Page 114
Story: Demon of the Dead
I’m dying, he thought, in some dim recess of his mind that was still capable of higher function. This is the end.
Then the pain crested to a higher peak, and he ceased to exist at all.
Some indeterminate amount of time later, awareness returned.
Fine, faint prickles of it. A sense of being. Ripples of pain and darts of cold. He shuddered, and could feel it, despite the seeming absence of limbs. He felt, yes, but didn’t feel like himself. He felt…
As if he floated. Buoyant in a sea of whispering silk.
He cracked his eyes open, which proved that, one, he did have eyes, and two, that he was surrounded by light. Not the piercing, too-bright glare of before, but a gentle, warm glow, silver-gray, the color of goose down.
He had a mouth, too, because he was able to say, “Where am I?”
He didn’t expect an answer, but a high, clear chiming filled his ears, soft and pleasant, like the garden bells in summer.
“Hello?”
The chimes came again, cascading musically. He turned – he could turn, and when he glanced down saw that he was whole, at least on this plane, and clothed in a robe of softest gray, his diamond winking around his neck – and surveyed the endless expanse of gray around him. There was no ground visible, though his bare feet were firmly planted. No sky above, no grass, or trees, or village.
He lifted his hands to his face and turned them, flexed them, examining their smooth, unblemished lines. No sword calluses or old scars. He reached up to his head, and ran his fingers through clean, silken hair.
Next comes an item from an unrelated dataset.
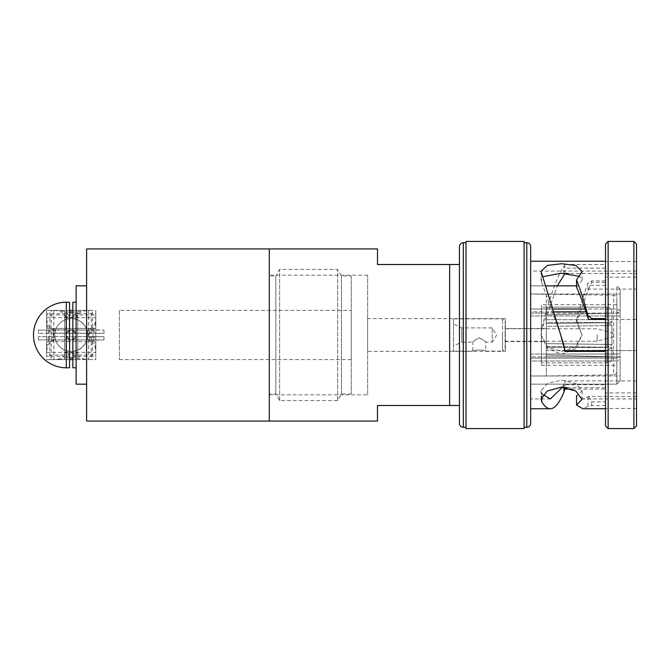 <?xml version="1.0" encoding="UTF-8"?>
<svg xmlns="http://www.w3.org/2000/svg" width="670" height="670" viewBox="0 0 670 670"><rect width="100%" height="100%" fill="white"/><g stroke="black" fill="none" stroke-linecap="round" stroke-linejoin="round"><path stroke-width="0.5" stroke-dasharray="3.35 2.51" d="M530.657 294.013L620.11 294.046L620.11 313.108L620.11 289.13L620.11 310.646L616.827 309.004L620.11 310.646L620.11 313.108L620.11 289.13L616.827 285.847L620.11 289.13L620.11 294.046L546.335 294.046L546.335 313.108L546.335 294.046L530.657 294.013L613.603 295.194L613.603 374.806L546.335 375.987L546.335 313.108L620.11 313.108L546.335 313.108L546.335 315.947L620.11 315.947L620.11 354.053L620.11 313.485L620.11 356.515L616.827 358.157L620.11 356.515L620.11 313.485L616.827 311.843L620.11 313.485L620.11 315.947L546.335 315.947L546.335 354.053L620.11 354.053L546.335 354.053L546.335 375.954L620.11 375.954L620.11 356.892L620.11 380.87L616.827 384.153L620.11 380.87L620.11 359.354L616.827 360.996L620.11 359.354L620.11 356.892L620.11 375.954L530.657 375.987M591.769 319.423L636.5 319.423L636.5 271.065L636.5 273.511L568.554 273.511M636.5 396.489L588.629 396.489L582.883 398.935L636.5 398.935L636.5 396.489L636.5 408.491L636.5 289.088L588.629 289.088L576.56 322.077L582.054 335L575.094 347.269L561.485 351.608L547.918 347.244L541.058 334.992L541.729 329.464L557.348 285.847M636.5 380.912L564.952 380.912L564.877 384.689L605.521 384.689L605.521 389.077L605.521 280.923L591.769 280.923L588.025 282.916C584.207 293.359 580.379 305.755 576.56 320.084L582.054 335L575.538 348.76L561.485 354.162L547.432 348.693L541.058 335L541.729 328.61C549.166 298.485 556.603 277.564 564.031 265.848L563.688 275.462M562.566 387.134L564.952 380.912M550.363 398.935L530.657 398.935L530.657 271.065L530.657 398.935M636.5 271.065L530.657 271.065M582.883 398.935L576.56 395.685L582.071 390.736L575.446 383.382L561.636 380.166L547.8 383.282L541.05 390.593L541.729 392.93L543.06 394.613M636.5 398.935L636.5 350.578L564.877 350.578M541.05 271.367L541.05 279.851L541.729 282.606L560.715 335M576.56 287.237L582.071 280.001L579.751 276.4M605.521 319.423L605.521 350.578L636.5 350.578L636.5 319.423L605.521 319.423L605.521 261.233L605.521 264.508L564.869 264.508L564.031 265.848M588.629 396.489L591.769 401.866L605.521 401.866L605.521 408.767L605.521 350.578M605.521 405.492L591.769 405.492L588.025 406.288L582.883 408.767M524.099 427.276L524.099 242.724L524.099 427.276M466.01 427.276L466.01 242.724L466.01 427.276M367.646 394.839L367.646 275.161L367.646 394.839L269.29 394.839L269.29 275.161L269.29 394.839M367.646 275.161L269.29 275.161M505.356 351.39L505.356 318.61L505.356 351.39L367.646 351.39L367.646 318.61L367.646 351.39M505.356 318.61L367.646 318.61M546.335 341.558L546.335 328.442L546.335 341.558L505.356 341.558L505.356 328.442L505.356 341.558M546.335 328.442L505.356 328.442M616.827 365.326L616.827 304.674L616.827 365.326L541.419 365.326L541.419 304.674L541.419 365.326M616.827 304.674L541.419 304.674M616.827 371.532L616.827 298.468A3.275 3.275 0 0 0 613.603 295.194L613.603 374.806A3.275 3.275 0 0 0 616.827 371.532L616.827 298.468M546.335 307.128L541.419 307.128L541.419 362.872L541.419 307.128M546.335 362.872L606.995 362.822L606.995 350.326L606.995 362.822C609.976 362.52 611.618 360.879 611.911 357.889L611.911 347.864L606.995 350.326L611.911 347.864L611.911 347.328L611.911 356.817L546.335 355.1L546.335 346.465L611.911 347.328L611.911 357.889C611.618 360.879 609.985 362.52 606.995 362.822L541.419 362.872M606.995 350.326L546.335 350.326L546.335 346.465L546.335 355.1L611.911 356.817L611.911 347.328L546.335 346.465L546.335 350.326L606.995 350.326M606.995 347.487L546.335 347.487L546.335 326.374L546.335 343.626L611.911 344.489L546.335 343.626L546.335 347.487L606.995 347.487L611.911 345.025L611.911 344.489L611.911 345.025L606.995 347.487L606.995 322.513L546.335 322.513L546.335 319.674L546.335 326.374L611.911 325.511L611.911 324.975L606.995 322.513L546.335 322.513L546.335 326.374L611.911 325.511L611.911 344.489L611.911 324.975L611.911 345.025L611.911 324.975L606.995 322.513L606.995 347.487M606.995 319.674L546.335 319.674L546.335 323.535L546.335 314.9L546.335 323.535L611.911 322.672L546.335 323.535L546.335 319.674L606.995 319.674L611.911 322.136L611.911 322.672L611.911 322.136L606.995 319.674L606.995 307.178L546.335 307.178L546.335 314.9L611.911 313.183L611.911 312.111C611.618 309.121 609.976 307.48 606.995 307.178L546.335 307.178L546.335 314.9L611.911 313.183L611.911 322.672L611.911 312.111C611.618 309.121 609.985 307.48 606.995 307.178L606.995 319.674M377.486 248.939L377.486 264.508L449.62 264.508L449.62 405.492L377.486 405.492L377.486 421.062M449.62 264.508L459.453 264.508L459.453 405.492L449.62 405.492M546.335 356.892L620.11 356.892L530.657 356.892L530.657 354.053L530.657 358.157L616.827 358.157L616.827 311.843L616.827 358.157L530.657 358.157L530.657 311.843L530.657 384.153L616.827 384.153L616.827 360.996L616.827 384.153L530.657 384.153L530.657 360.996L616.827 360.996L530.657 360.996L530.657 356.892L546.335 356.892M554.408 311.843L530.657 311.843L530.657 315.947L530.657 311.843L585.907 311.843M553.596 309.004L530.657 309.004L530.657 315.947L530.657 285.847L530.657 309.004L616.827 309.004L616.827 285.847L616.827 309.004L584.96 309.004M546.301 285.847L530.657 285.847L530.657 294.046L530.657 285.847L576.56 285.847M546.335 355.1L546.335 362.822L546.335 355.1M269.29 248.939L269.29 421.062L269.29 248.939M459.453 405.492L459.453 264.508M459.453 246.602L459.453 423.398M466.01 241.418L466.01 428.582M524.099 241.418L524.099 428.582M530.657 261.233L530.657 408.767L530.657 261.233M571.92 389.077L605.521 389.077M588.629 289.088L591.769 282.355L605.521 282.355L605.521 285.311L605.521 264.508M605.521 401.866L605.521 384.689M605.521 282.355L605.521 280.923M605.521 244.039L605.521 425.961M608.142 241.418L608.142 428.582M633.879 241.418L633.879 428.582M636.5 244.039L636.5 425.961M636.5 289.088L636.5 273.511M530.657 384.153L530.657 375.954L530.657 384.153M541.729 282.606L541.729 274.549M576.56 322.077L576.56 320.084M541.729 329.464L541.729 328.61M605.521 268.134L564.835 268.134L564.869 264.508M541.729 392.93L541.729 396.598M563.822 387.201L563.688 384.949M636.5 392.913L605.521 392.913M636.5 408.491L605.521 408.491M636.5 261.509L605.521 261.509M636.5 277.087L605.521 277.087M564.952 273.511L564.835 268.134M564.852 387.645L564.877 384.689M530.657 375.954L546.335 375.954L530.657 375.954M530.657 354.053L546.335 354.053L530.657 354.053M530.657 313.108L546.335 313.108L530.657 313.108M530.657 315.947L546.335 315.947L530.657 315.947M453.49 351.139L472.853 351.139C472.459 349.69 486.152 349.69 485.758 351.139C486.152 349.69 472.459 349.681 472.853 351.139L472.853 342.102C473.296 341.114 475.457 339.732 479.326 337.956C483.171 339.749 485.315 341.13 485.758 342.102C485.306 341.114 483.154 339.732 479.293 337.956C475.449 339.74 473.296 341.122 472.853 342.102L461.789 342.102L461.789 327.898L461.789 342.102L453.49 345.971L453.49 324.029L453.49 351.139L453.49 318.861L453.49 345.971M505.121 348.551L505.121 335L505.121 348.551L502.542 351.139L502.542 335L502.542 351.139L485.758 351.139L485.758 342.102L492.216 342.102L492.216 327.898L492.216 342.102L496.73 335L492.216 327.898L461.789 327.898L453.49 324.029M505.121 335L505.121 321.449L505.121 335M597.154 335L597.154 341.231L597.154 335M613.553 335L613.553 336.642L613.553 335M502.542 335L502.542 318.861L502.542 335M72.846 302.212L72.846 310.411L92.519 310.411L92.519 328.442L89.16 328.442L89.16 341.558L92.519 341.558L49.89 341.558L53.248 341.558L53.248 328.442L49.89 328.442L49.89 310.411L55.141 310.411L51.154 310.411C59.697 310.218 64.63 312.413 65.928 316.977L65.928 353.023C64.647 357.579 59.714 359.765 51.154 359.589L87.276 359.589C79.135 359.765 74.437 357.571 73.189 353.023L72.846 351.248L72.846 359.589L87.276 359.589M76.12 357.947L76.12 312.053L72.846 312.053L72.846 357.947L72.846 312.053L76.12 312.053L76.12 357.947L72.846 357.947L76.12 357.947L76.12 335L76.12 357.947M69.563 312.053L66.288 312.053L66.288 357.947L66.288 312.053L66.288 357.947L66.288 312.053L69.563 312.053L69.563 357.947L66.288 357.947L69.563 357.947L69.563 312.053M86.614 384.178L86.614 285.822L86.614 384.178M119.402 310.411L119.402 359.589L119.402 310.411L351.256 310.411L351.256 359.589L351.256 310.411M119.402 359.589L351.256 359.589M351.256 275.981L351.256 394.019L351.256 275.981L341.424 275.981L337.638 269.424L279.633 269.424L275.847 275.981L275.847 394.019L275.847 275.981L269.29 275.981L269.29 394.019L269.29 275.981M351.256 394.019L341.424 394.019L337.638 400.576L279.633 400.576L275.847 394.019L269.29 394.019M341.424 394.019L341.424 275.981L341.424 394.019M337.638 400.576L337.638 269.424L337.638 400.576M279.633 400.576L279.633 269.424L279.633 400.576M86.614 421.062L86.614 248.939M76.12 285.822L76.12 384.178M49.89 341.558L49.89 359.589L69.563 359.589L69.563 367.788M49.89 328.442L92.519 328.442M49.89 310.411L66.288 310.411M92.519 341.558L92.519 359.589M92.519 310.411L87.276 310.411L91.254 310.411L91.254 359.589C82.712 359.782 77.779 357.587 76.48 353.023L76.12 367.788L76.12 302.212L76.12 351.39M66.288 359.589L69.563 359.589L69.563 351.248L69.219 353.023C67.997 357.562 63.298 359.757 55.141 359.589L51.154 359.589L51.154 310.411L46.615 310.411L46.615 328.442L95.793 328.442L92.954 328.442L92.954 341.558L46.615 341.558L49.454 341.558L49.454 328.442L46.615 328.442M46.615 341.558L46.615 359.589L64.647 359.589L64.647 356.75L77.762 356.75L77.762 359.589L77.762 310.411L77.762 313.25L64.647 313.25L64.647 310.411L64.647 359.589M46.615 313.686L46.615 356.314L64.647 356.314L64.647 352.956L77.762 352.956L77.762 313.686L77.762 317.044L64.647 317.044L64.647 313.686L46.615 313.686L46.615 318.928L46.615 310.411L95.793 310.411L95.793 328.442M95.793 341.558L95.793 351.072C95.969 342.931 93.775 338.233 89.227 336.985L103.992 336.642L38.416 336.642L87.594 336.642M55.141 359.589L49.89 359.589M77.762 310.411L91.254 310.411C82.695 310.235 77.77 312.421 76.48 316.977L73.189 316.977C74.412 312.438 79.11 310.243 87.276 310.411M76.12 310.411L72.846 310.411L72.846 351.39M76.12 359.589L72.846 359.589L72.846 367.788M76.12 335L76.12 312.053L76.12 335A4.916 4.916 0 0 0 71.204 330.084A4.916 4.916 0 0 0 66.288 335C69.563 328.66 72.846 328.66 76.12 335A4.916 4.916 0 0 0 71.204 330.084A4.916 4.916 0 0 0 66.288 335A4.916 4.916 0 0 0 71.204 339.916A4.916 4.916 0 0 0 76.12 335A4.916 4.916 0 0 0 71.204 330.084A4.916 4.916 0 0 0 66.288 335A4.916 4.916 0 0 0 71.204 339.916A4.916 4.916 0 0 0 76.12 335A4.916 4.916 0 0 0 71.204 330.084A4.916 4.916 0 0 0 66.288 335A4.916 4.916 0 0 0 71.204 339.916A4.916 4.916 0 0 0 76.12 335A4.916 4.916 0 0 0 71.204 330.084A4.916 4.916 0 0 0 66.288 335A4.916 4.916 0 0 0 71.204 339.916A4.916 4.916 0 0 0 76.12 335A4.916 4.916 0 0 0 71.204 330.084A4.916 4.916 0 0 0 66.288 335A4.916 4.916 0 0 0 71.204 339.916A4.916 4.916 0 0 0 76.12 335A4.916 4.916 0 0 0 71.204 330.084A4.916 4.916 0 0 0 66.288 335A4.916 4.916 0 0 0 71.204 339.916A4.916 4.916 0 0 0 76.12 335A4.916 4.916 0 0 0 71.204 330.084A4.916 4.916 0 0 0 66.288 335A4.916 4.916 0 0 0 71.204 339.916A4.916 4.916 0 0 0 76.12 335A4.916 4.916 0 0 0 71.204 330.084A4.916 4.916 0 0 0 66.288 335A4.916 4.916 0 0 0 71.204 339.916A4.916 4.916 0 0 0 76.12 335A4.916 4.916 0 0 0 71.204 330.084A4.916 4.916 0 0 0 66.288 335A4.916 4.916 0 0 0 71.204 339.916A4.916 4.916 0 0 0 76.12 335A4.916 4.916 0 0 0 71.204 330.084A4.916 4.916 0 0 0 66.288 335A4.916 4.916 0 0 0 71.204 339.916A4.916 4.916 0 0 0 76.12 335A4.916 4.916 0 0 0 71.204 330.084A4.916 4.916 0 0 0 66.288 335A4.916 4.916 0 0 0 71.204 339.916A4.916 4.916 0 0 0 76.12 335A4.916 4.916 0 0 0 71.204 330.084A4.916 4.916 0 0 0 66.288 335A4.916 4.916 0 0 0 71.204 339.916A4.916 4.916 0 0 0 76.12 335A4.916 4.916 0 0 0 71.204 330.084A4.916 4.916 0 0 0 66.288 335A4.916 4.916 0 0 0 71.204 339.916A4.916 4.916 0 0 0 76.12 335A4.916 4.916 0 0 0 71.204 330.084A4.916 4.916 0 0 0 66.288 335A4.916 4.916 0 0 0 71.204 339.916A4.916 4.916 0 0 0 76.12 335A4.916 4.916 0 0 0 71.204 330.084A4.916 4.916 0 0 0 66.288 335A4.916 4.916 0 0 0 71.204 339.916A4.916 4.916 0 0 0 76.12 335A4.916 4.916 0 0 0 71.204 330.084A4.916 4.916 0 0 0 66.288 335A4.916 4.916 0 0 0 71.204 339.916A4.916 4.916 0 0 0 76.12 335A4.916 4.916 0 0 0 71.204 330.084A4.916 4.916 0 0 0 66.288 335A4.916 4.916 0 0 0 71.204 339.916A4.916 4.916 0 0 0 76.12 335A4.916 4.916 0 0 0 71.204 330.084A4.916 4.916 0 0 0 66.288 335A4.916 4.916 0 0 0 71.204 339.916A4.916 4.916 0 0 0 76.12 335A4.916 4.916 0 0 0 71.204 330.084A4.916 4.916 0 0 0 66.288 335A4.916 4.916 0 0 0 71.204 339.916A4.916 4.916 0 0 0 76.12 335A4.916 4.916 0 0 0 71.204 330.084A4.916 4.916 0 0 0 66.288 335A4.916 4.916 0 0 0 71.204 339.916A4.916 4.916 0 0 0 76.12 335A4.916 4.916 0 0 0 71.204 330.084A4.916 4.916 0 0 0 66.288 335A4.916 4.916 0 0 0 71.204 339.916A4.916 4.916 0 0 0 76.12 335A4.916 4.916 0 0 0 71.204 330.084A4.916 4.916 0 0 0 66.288 335A4.916 4.916 0 0 0 71.204 339.916A4.916 4.916 0 0 0 76.12 335A4.916 4.916 0 0 0 71.204 330.084A4.916 4.916 0 0 0 66.288 335A4.916 4.916 0 0 0 71.204 339.916A4.916 4.916 0 0 0 76.12 335A4.916 4.916 0 0 0 71.204 330.084A4.916 4.916 0 0 0 66.288 335A4.916 4.916 0 0 0 71.204 339.916A4.916 4.916 0 0 0 76.12 335A4.916 4.916 0 0 0 71.204 330.084A4.916 4.916 0 0 0 66.288 335A4.916 4.916 0 0 0 71.204 339.916A4.916 4.916 0 0 0 76.12 335A4.916 4.916 0 0 0 71.204 330.084A4.916 4.916 0 0 0 66.288 335A4.916 4.916 0 0 0 71.204 339.916A4.916 4.916 0 0 0 76.12 335A4.916 4.916 0 0 0 71.204 330.084A4.916 4.916 0 0 0 66.288 335A4.916 4.916 0 0 0 71.204 339.916A4.916 4.916 0 0 0 76.12 335A4.916 4.916 0 0 0 71.204 330.084A4.916 4.916 0 0 0 66.288 335A4.916 4.916 0 0 0 71.204 339.916A4.916 4.916 0 0 0 76.12 335C72.846 341.34 69.563 341.34 66.288 335A4.916 4.916 0 0 0 71.204 339.916A4.916 4.916 0 0 0 76.12 335M76.12 318.61L76.48 316.977M66.288 318.61L66.288 351.39M55.141 310.411C63.273 310.235 67.972 312.429 69.219 316.977L69.563 351.39M69.563 318.61L69.563 302.212M72.846 318.61L73.189 316.977M92.954 328.442L89.16 328.442M53.248 328.442L49.454 328.442M53.248 341.558L49.454 341.558M92.954 341.558L89.16 341.558M71.204 339.916L94.152 339.916L71.204 339.916M71.204 336.642L94.152 336.642L71.204 336.642M46.615 318.928C46.439 327.069 48.634 331.767 53.19 333.015L103.992 333.359L38.416 333.359L46.615 333.359L46.615 330.084L38.416 330.084L103.992 330.084L89.227 329.724C93.783 328.434 95.969 323.51 95.793 314.95L95.793 359.589L77.762 359.589M64.647 313.686L64.647 356.314M77.762 356.314L95.793 356.314L95.793 351.072M77.762 313.686L95.793 313.686L95.793 356.314M46.615 356.314L46.615 351.072L46.615 355.05L95.793 355.05C95.986 346.507 93.792 341.574 89.227 340.276L103.992 339.916L38.416 339.916L87.594 339.916M54.814 339.916L53.19 340.276C48.625 341.566 46.439 346.491 46.615 355.05L46.615 310.411L64.647 310.411M87.594 333.359L89.227 333.015C93.766 331.792 95.961 327.094 95.793 318.928L95.793 314.95L46.615 314.95C46.423 323.493 48.617 328.426 53.19 329.724L87.594 330.084M95.793 318.928L95.793 313.686M54.814 330.084L46.615 330.084M54.814 333.359L46.615 333.359M54.814 336.642L53.19 336.985C48.642 338.208 46.448 342.906 46.615 351.072M64.647 356.75L64.647 352.956M64.647 317.044L64.647 313.25M77.762 317.044L77.762 313.25M77.762 356.75L77.762 352.956M463.322 242.724L463.322 427.276M526.779 242.724L526.779 427.276M588.025 289.859L588.025 282.916M591.769 282.355L591.769 280.923M588.025 396.782L588.025 406.288M605.521 387.645L567.063 387.645M591.769 401.866L591.769 405.492M605.521 285.311L589.96 285.311M88.582 310.411L88.582 359.589M53.826 310.411L53.826 359.589M69.219 316.977L65.928 316.977M76.48 353.023L73.189 353.023M69.219 353.023L65.928 353.023M95.793 333.359L95.793 330.084M46.615 352.378L95.793 352.378M46.615 317.622L95.793 317.622M46.615 336.642L46.615 339.916M95.793 336.642L95.793 339.916M53.19 340.276L53.19 336.985M53.19 333.015L53.19 329.724M89.227 340.276L89.227 336.985M89.227 333.015L89.227 329.724M582.071 280.001L582.071 271.543M582.071 390.736L582.071 399.312M541.05 390.585L541.05 399.136M505.121 341.231L597.154 341.231L613.553 336.642M453.49 318.861L502.542 318.861L505.121 321.449M613.553 333.359L597.154 328.769L505.121 328.769M76.12 318.753L72.846 318.753M69.563 318.753L66.288 318.753M76.12 351.248L72.846 351.248M69.563 351.248L66.288 351.248M87.737 335A16.465 16.465 0 0 0 71.271 318.535A16.465 16.465 0 0 0 54.814 335A16.39 16.39 0 0 0 71.204 351.39A16.39 16.39 0 0 0 87.594 335A16.39 16.39 0 0 0 71.204 318.61A16.39 16.39 0 0 0 54.814 335A16.39 16.39 0 0 0 71.204 351.39A16.39 16.39 0 0 0 87.594 335A16.39 16.39 0 0 0 71.204 318.61A16.39 16.39 0 0 0 54.814 335A16.39 16.39 0 0 0 71.204 351.39A16.39 16.39 0 0 0 87.594 335A16.39 16.39 0 0 0 71.204 318.61A16.39 16.39 0 0 0 54.814 335A16.39 16.39 0 0 0 71.204 351.39A16.39 16.39 0 0 0 87.594 335A16.39 16.39 0 0 0 71.204 318.61A16.39 16.39 0 0 0 54.814 335A16.39 16.39 0 0 0 71.204 351.39A16.39 16.39 0 0 0 87.594 335A16.39 16.39 0 0 0 71.204 318.61A16.39 16.39 0 0 0 54.814 335A16.39 16.39 0 0 0 71.204 351.39A16.39 16.39 0 0 0 87.594 335A16.39 16.39 0 0 0 71.204 318.61A16.39 16.39 0 0 0 54.814 335A16.39 16.39 0 0 0 71.204 351.39A16.39 16.39 0 0 0 87.594 335A16.39 16.39 0 0 0 71.204 318.61A16.39 16.39 0 0 0 54.814 335A16.39 16.39 0 0 0 71.204 351.39A16.39 16.39 0 0 0 87.594 335A16.39 16.39 0 0 0 71.204 318.61A16.39 16.39 0 0 0 54.814 335A16.39 16.39 0 0 0 71.204 351.39A16.39 16.39 0 0 0 87.594 335A16.39 16.39 0 0 0 71.204 318.61A16.39 16.39 0 0 0 54.814 335A16.39 16.39 0 0 0 71.204 351.39A16.39 16.39 0 0 0 87.594 335A16.39 16.39 0 0 0 71.204 318.61A16.39 16.39 0 0 0 54.814 335A16.39 16.39 0 0 0 71.204 351.39A16.39 16.39 0 0 0 87.594 335A16.39 16.39 0 0 0 71.204 318.61A16.39 16.39 0 0 0 54.814 335A16.39 16.39 0 0 0 71.204 351.39A16.39 16.39 0 0 0 87.594 335A16.39 16.39 0 0 0 71.204 318.61A16.39 16.39 0 0 0 54.814 335A16.39 16.39 0 0 0 71.204 351.39A16.39 16.39 0 0 0 87.594 335A16.39 16.39 0 0 0 71.204 318.61A16.39 16.39 0 0 0 54.814 335A16.39 16.39 0 0 0 71.204 351.39A16.39 16.39 0 0 0 87.594 335A16.39 16.39 0 0 0 71.204 318.61A16.39 16.39 0 0 0 54.814 335A16.39 16.39 0 0 0 71.204 351.39A16.39 16.39 0 0 0 87.594 335A16.39 16.39 0 0 0 71.204 318.61A16.39 16.39 0 0 0 54.814 335A16.465 16.465 0 0 0 71.271 351.465A16.465 16.465 0 0 0 87.737 335M94.152 336.642L94.152 339.916M94.152 330.084L94.152 333.359M103.992 333.359L103.992 330.084M38.416 333.359L38.416 330.084M38.416 336.642L38.416 339.916M103.992 336.642L103.992 339.916M48.257 330.084L48.257 333.359M48.257 336.642L48.257 339.916M54.957 339.916L54.957 336.642M54.957 333.359L54.957 330.084M87.452 339.916L87.452 336.642M87.452 333.359L87.452 330.084"/><path stroke-width="1" d="M568.554 273.511L564.952 273.511L557.348 285.847M543.06 394.613L550.363 398.935L562.566 387.134M605.521 318.585L591.769 318.585L588.025 315.796C584.207 301.668 580.379 289.7 576.56 279.892L582.071 271.543L575.915 265.479L561.661 263.729L547.306 265.412L541.05 271.367L563.688 344.581L564.952 350.578M579.751 276.4L561.024 273.226L542.826 276.727M588.629 319.423L591.769 319.423L588.629 319.423L588.025 318.359C584.198 306.098 580.379 295.721 576.56 287.237L576.56 279.892M633.879 428.582L636.5 425.961L636.5 244.039L633.879 241.418L608.142 241.418L608.142 428.582L633.879 428.582L633.879 241.418M608.142 428.582L605.521 425.961L605.521 244.039L608.142 241.418M605.521 261.233L530.657 261.233L530.657 423.398L530.657 246.602A3.869 3.869 0 0 0 526.779 242.724L524.099 242.724M605.521 408.767L582.883 408.767L576.56 405.023L582.071 399.312L575.915 391.121L561.661 387.118L547.306 391.004L541.05 399.136L541.729 401.841C544.61 406.43 547.49 408.742 550.363 408.767L530.657 408.767M605.521 350.988L564.852 350.988L564.869 351.415L605.521 351.415M564.869 351.415L563.688 344.581M560.715 335L564.031 347.328M530.657 423.398A3.869 3.869 0 0 1 526.779 427.276L524.099 427.276M524.099 428.582L524.099 241.418L466.01 241.418L466.01 428.582L524.099 428.582M466.01 242.724L463.322 242.724A3.869 3.869 0 0 0 459.453 246.602L459.453 423.398A3.869 3.869 0 0 0 463.322 427.276L463.322 242.724M466.01 427.276L463.322 427.276M377.486 264.508L377.486 248.939L269.29 248.939L269.29 421.062L269.29 248.939L86.614 248.939L86.614 421.062L377.486 421.062L377.486 405.492L449.62 405.492L449.62 264.508L377.486 264.508M546.301 285.847L576.56 285.847M553.596 309.004L584.96 309.004M554.408 311.843L585.907 311.843M459.453 264.508L449.62 264.508M449.62 405.492L459.453 405.492M530.657 246.602L530.657 261.233M567.063 387.645L564.852 387.645L564.869 389.077L571.92 389.077M564.869 389.077L564.031 391.824L563.822 387.201M550.363 408.767C554.919 408.591 559.475 402.938 564.031 391.824M591.769 318.585L591.769 319.423L605.521 319.423M576.56 395.685L576.56 405.023M541.729 396.598L541.729 401.841M564.852 350.988L605.521 350.578M66.288 335L66.288 302.212A32.788 32.788 0 0 0 33.5 335A32.788 32.788 0 0 0 66.288 367.788L66.288 302.212L69.563 302.212L69.563 367.788L66.288 367.788L66.288 335M72.846 312.053L69.563 312.053M72.846 357.947L69.563 357.947M86.614 285.822L76.12 285.822L76.12 384.178L86.614 384.178M69.563 310.411L72.846 310.411M69.563 359.589L72.846 359.589M76.12 367.788L72.846 367.788L72.846 302.212L76.12 302.212M526.779 427.276L526.779 242.724M588.025 318.359L588.025 315.796"/></g></svg>

He felt…
He felt wonderful, actually. Pain-free and calm and strong. He took a deep, deep breath, what felt like the first he’d taken in ages, and it came to him, then, as the chimes rippled.
He was inside the magic. In the true, actual well of it. “Did I do it?” he asked. “Did I actually take hold of it all? Or am I truly dead this time?”
He turned in circles, though, and could find nothing of the plane of death.
Wait, though. Lucian had talked of multiple planes. Of the Between, and of Hel’s halls.
This certainly wasn’t a hall, nor was there a goddess to greet him.
The magic, then. The heart of it.
“Now what?”
In the distance, a light winked.
With nothing else to do, and no obvious idea how to get back into his body, Náli shrugged and walked toward it.
It was unnerving, stepping on thin air. He felt cool, smooth stone beneath his feet, not unlike the floors of his bedchamber, and so he looked ahead, rather than down, when the sight of so much nothing beneath his feet left his head spinning. On and on he walked, the distance immeasurable. It could have taken seconds or hours, could have been upside down, for all he knew. But finally, the winking light grew and took form as he neared it.
It was a flame. Fire burned in a wide, shallow stone bowl cut with black veins, perched atop a waist-high pedestal. The flame itself burned orange, but blue closer to the center, and at its very heart, the deepest purple unlike any fire Náli had ever seen.
Like the Selesee banners, he thought with a ripple of disquiet.
He walked slow circles around the pedestal, surprised to find that there was no fuel for the fire: no wick and no oil, no wood, no coals, no peat. Its source was invisible, though he felt the hard press of its heat against his face.
He walked another lap, glanced up–
And saw a man standing across from him.
Lucian, was his first thought. And then, no.
The hair was the same, at least. Long and white, it fell in silken sheets across broad, bare shoulders. Stripped to the waist, his torso was that of a warrior, padded with heavy, chiseled muscles, veins standing stark beneath skin smooth and white as marble. He wore loose, silken trousers that threatened to slide off pointed hipbones. His face was stark and sharply-angled, jaw like a blade, cheekbones like cut crystal. His eyes, tilted at the outer corners, were the most faded shade of blue, nearly colorless, fringed with white lashes.
A beautiful face. A cruel one. The arms of a swordsman.
Shock knocked the breath from Náli’s lungs, and when he inhaled next, he breathed, “Sel.”